Congratulations to VSE’s Professor Francesco Trebbi on becoming the 2016 recipient of the Bank of Canada’s Fellowship Award! He is the first recipient of both awards offered through the Bank’s Fellowship Program, having previously won the Governor’s Award in 2012.
“The Bank of Canada is delighted to present the Fellowship Award to an exceptional economist with a remarkable record of path-breaking research,” says Bank of Canada’s Governor Poloz. “Dr. Trebbi’s innovative approach to key economic questions—particularly in the realm of monetary and fiscal policy—is sure to enrich our own research agenda.”
The Bank of Canada’s Fellowship Program is designed to encourage leading-edge research and the development of expertise in Canada in a number of areas critical to the Bank’s mandate: macroeconomics, monetary economics and international finance, as well as the economics of financial markets and institutions, including their financial stability.
“I am honored to have been selected as recipient of the 2016 Bank of Canada Fellowship Award. The Bank has been consistently supportive of my research since my moving to UBC. I am very grateful of this and I am sure that through the Fellowship program these interactions will strengthen even more. Hopefully these collaborations will prove valuable to the Bank’s mandate,” says Dr. Trebbi.
Professor Trebbi is widely recognized as one of the most productive and innovative young economists presently working in Canada. His extensive body of work under the umbrella of political economy covers macroeconomics, applied microeconomics, banking, financial institutions and regulation. Part of his current research agenda focuses on how political and economic factors interact to affect the private sector and public policies toward financial stability.
Dr. Francesco Trebbi is a professor of economics at the Vancouver School of Economics at the University of British Columbia (UBC). He joined UBC in 2010 after four years as assistant professor of economics at the University of Chicago’s Booth School of Business. At UBC, he was assistant professor of economics from 2010 to 2011 and associate professor of economics from 2011 to 2014. Professor Trebbi has been a co-editor of the Canadian Journal of Economics and an editorial advisor for the Journal of Public Economics since 2012 and 2013, respectively.
Professor Trebbi is widely recognized as one of the most productive and innovative young economists presently working in Canada.
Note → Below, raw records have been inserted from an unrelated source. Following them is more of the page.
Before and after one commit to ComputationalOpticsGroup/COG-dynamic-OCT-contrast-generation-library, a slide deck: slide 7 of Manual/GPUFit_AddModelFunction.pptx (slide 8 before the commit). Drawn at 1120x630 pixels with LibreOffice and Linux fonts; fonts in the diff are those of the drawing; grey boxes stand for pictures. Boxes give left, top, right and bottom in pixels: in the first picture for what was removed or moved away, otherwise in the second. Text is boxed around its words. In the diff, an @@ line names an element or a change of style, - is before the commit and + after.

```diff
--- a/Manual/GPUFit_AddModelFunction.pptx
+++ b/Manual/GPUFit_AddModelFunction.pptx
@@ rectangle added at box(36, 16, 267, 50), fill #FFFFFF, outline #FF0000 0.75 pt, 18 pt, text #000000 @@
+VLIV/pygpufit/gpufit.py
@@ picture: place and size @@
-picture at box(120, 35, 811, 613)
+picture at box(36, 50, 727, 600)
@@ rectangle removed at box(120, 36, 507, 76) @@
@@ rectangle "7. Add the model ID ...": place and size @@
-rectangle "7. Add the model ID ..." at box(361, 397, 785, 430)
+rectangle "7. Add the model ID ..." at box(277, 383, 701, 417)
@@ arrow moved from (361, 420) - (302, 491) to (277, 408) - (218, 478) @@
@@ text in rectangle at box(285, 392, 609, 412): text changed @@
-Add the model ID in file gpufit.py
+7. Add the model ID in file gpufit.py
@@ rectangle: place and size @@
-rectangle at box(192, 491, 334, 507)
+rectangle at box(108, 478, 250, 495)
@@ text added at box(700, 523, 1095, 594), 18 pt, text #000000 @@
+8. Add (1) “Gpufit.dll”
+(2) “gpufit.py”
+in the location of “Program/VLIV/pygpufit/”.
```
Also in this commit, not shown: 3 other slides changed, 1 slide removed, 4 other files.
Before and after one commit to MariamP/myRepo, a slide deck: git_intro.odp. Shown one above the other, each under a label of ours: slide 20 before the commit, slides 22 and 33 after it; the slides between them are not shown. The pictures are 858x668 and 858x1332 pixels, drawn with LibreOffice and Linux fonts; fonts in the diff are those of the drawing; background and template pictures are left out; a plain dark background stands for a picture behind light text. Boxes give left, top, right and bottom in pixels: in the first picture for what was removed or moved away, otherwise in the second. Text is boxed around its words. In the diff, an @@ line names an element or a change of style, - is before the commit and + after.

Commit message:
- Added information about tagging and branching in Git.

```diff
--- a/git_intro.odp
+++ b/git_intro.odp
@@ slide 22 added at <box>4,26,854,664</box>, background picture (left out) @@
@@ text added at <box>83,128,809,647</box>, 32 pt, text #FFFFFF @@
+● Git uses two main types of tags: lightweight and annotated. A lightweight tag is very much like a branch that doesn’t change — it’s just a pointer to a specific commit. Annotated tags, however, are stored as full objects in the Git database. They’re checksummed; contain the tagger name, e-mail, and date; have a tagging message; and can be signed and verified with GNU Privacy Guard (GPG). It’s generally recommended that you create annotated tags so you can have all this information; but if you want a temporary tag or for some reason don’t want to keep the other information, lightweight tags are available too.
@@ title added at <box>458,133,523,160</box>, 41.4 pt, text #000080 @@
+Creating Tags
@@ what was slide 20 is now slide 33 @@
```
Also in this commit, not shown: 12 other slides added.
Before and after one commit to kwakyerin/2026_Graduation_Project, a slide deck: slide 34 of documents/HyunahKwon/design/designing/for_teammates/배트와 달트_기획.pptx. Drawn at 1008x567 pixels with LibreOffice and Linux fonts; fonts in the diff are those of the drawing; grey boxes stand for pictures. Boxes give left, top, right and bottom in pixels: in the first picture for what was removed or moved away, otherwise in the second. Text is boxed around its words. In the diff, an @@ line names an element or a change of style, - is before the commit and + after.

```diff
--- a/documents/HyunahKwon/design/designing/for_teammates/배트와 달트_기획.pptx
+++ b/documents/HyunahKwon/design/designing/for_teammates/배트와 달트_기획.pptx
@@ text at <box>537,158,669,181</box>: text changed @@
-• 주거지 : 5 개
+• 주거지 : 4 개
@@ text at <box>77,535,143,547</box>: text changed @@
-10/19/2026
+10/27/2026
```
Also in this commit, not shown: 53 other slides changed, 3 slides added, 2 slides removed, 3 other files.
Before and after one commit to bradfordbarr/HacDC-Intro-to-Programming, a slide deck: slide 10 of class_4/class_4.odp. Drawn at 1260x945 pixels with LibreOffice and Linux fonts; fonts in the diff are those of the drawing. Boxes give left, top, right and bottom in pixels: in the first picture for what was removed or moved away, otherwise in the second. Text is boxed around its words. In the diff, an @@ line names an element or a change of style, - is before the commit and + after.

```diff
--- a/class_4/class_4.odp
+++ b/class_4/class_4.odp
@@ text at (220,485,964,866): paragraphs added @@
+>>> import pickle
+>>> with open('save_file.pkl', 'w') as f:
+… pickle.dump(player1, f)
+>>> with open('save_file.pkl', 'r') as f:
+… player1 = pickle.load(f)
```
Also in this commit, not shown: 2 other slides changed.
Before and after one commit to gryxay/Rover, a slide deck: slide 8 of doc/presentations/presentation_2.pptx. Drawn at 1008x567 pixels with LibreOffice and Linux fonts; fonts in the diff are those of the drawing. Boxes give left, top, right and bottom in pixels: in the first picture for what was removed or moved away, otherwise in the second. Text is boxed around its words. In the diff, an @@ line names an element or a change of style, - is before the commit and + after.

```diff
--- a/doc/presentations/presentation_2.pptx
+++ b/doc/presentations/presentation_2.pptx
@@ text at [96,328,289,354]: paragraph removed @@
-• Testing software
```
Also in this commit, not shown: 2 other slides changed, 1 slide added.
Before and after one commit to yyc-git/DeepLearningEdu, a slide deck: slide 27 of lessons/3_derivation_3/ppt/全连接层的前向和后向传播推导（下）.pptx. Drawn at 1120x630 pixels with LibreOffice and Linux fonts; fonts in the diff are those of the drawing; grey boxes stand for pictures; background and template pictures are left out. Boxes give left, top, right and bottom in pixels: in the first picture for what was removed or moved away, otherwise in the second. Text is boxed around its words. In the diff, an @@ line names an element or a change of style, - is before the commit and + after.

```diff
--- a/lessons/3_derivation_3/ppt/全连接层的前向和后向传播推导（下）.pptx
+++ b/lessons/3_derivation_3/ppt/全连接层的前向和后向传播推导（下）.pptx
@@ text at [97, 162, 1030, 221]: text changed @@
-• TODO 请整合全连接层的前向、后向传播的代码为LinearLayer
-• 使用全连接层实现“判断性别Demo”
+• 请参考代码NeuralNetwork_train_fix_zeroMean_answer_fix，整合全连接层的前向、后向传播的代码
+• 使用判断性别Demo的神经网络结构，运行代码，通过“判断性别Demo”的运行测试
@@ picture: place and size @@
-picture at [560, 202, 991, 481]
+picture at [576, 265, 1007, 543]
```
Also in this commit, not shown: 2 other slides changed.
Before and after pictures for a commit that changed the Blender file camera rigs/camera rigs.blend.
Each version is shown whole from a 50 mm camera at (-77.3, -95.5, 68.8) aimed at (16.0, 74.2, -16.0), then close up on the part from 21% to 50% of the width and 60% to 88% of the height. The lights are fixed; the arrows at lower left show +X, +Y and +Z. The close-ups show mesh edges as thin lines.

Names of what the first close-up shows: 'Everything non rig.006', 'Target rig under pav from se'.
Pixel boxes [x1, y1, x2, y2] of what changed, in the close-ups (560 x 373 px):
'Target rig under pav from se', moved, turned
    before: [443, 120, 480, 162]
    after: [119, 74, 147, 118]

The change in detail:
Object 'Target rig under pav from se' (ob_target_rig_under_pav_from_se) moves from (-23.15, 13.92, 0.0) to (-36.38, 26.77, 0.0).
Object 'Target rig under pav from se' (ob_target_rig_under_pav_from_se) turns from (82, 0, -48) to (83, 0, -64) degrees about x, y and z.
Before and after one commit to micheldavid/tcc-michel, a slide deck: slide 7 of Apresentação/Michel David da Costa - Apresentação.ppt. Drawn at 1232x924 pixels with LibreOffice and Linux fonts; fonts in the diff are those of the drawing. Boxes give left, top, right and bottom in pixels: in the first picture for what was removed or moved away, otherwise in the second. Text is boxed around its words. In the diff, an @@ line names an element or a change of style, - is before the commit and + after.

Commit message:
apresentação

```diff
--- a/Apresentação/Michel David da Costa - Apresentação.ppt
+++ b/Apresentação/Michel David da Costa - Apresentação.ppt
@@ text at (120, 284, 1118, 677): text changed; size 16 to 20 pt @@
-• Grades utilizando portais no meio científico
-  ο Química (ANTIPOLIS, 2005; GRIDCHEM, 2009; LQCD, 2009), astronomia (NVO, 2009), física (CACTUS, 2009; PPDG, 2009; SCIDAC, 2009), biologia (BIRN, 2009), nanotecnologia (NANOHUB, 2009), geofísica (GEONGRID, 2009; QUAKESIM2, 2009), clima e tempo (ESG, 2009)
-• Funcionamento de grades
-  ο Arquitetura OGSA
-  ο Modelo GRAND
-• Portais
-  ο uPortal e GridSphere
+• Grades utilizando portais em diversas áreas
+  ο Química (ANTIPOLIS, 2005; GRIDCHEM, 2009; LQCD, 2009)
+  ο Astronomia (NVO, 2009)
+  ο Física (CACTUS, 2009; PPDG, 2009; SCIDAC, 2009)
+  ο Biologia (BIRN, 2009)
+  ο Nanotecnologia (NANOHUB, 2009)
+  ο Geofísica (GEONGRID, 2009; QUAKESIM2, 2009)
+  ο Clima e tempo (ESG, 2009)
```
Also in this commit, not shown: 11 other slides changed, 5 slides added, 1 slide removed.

His extensive body of work under the umbrella of political economy covers macroeconomics, applied microeconomics, banking, financial institutions and regulation. Part of his current research agenda focuses on how political and economic factors interact to affect the private sector and public policies toward financial stability. Since completing his PhD in 2006, Professor Trebbi has published 16 papers in peer-reviewed journals, including top economics publications such as the Quarterly Journal of Economics, the American Economic Review and Econometrica. According to rankings by Research Papers in Economics, he is among the top one per cent of economists worldwide in terms of the impact of his publications over the past 10 years.
Professor Trebbi is a Tier 1 Canada Research Chair in Economics, a fellow of the Canadian Institute for Advanced Research and a research associate at the National Bureau of Economic Research. He is the recipient of numerous other awards and distinctions, including an Insight Grant from the Social Sciences and Humanities Research Council (2014–18) and the Bank of Canada’s Governor’s Award (2012). In 2014, the Canadian Economics Association awarded him the prestigious John Rae Prize for best research published in the past five years. Though he frequently presents at conferences, workshops and seminars all over the world, Professor Trebbi remains dedicated to his students, actively encouraging the work of younger scholars.
A native of Italy, Professor Trebbi received a Laurea in Economia Politica cum laude from Bocconi University in 1999. He holds an MA (2003) and a PhD (2006) in Economics, both from Harvard University.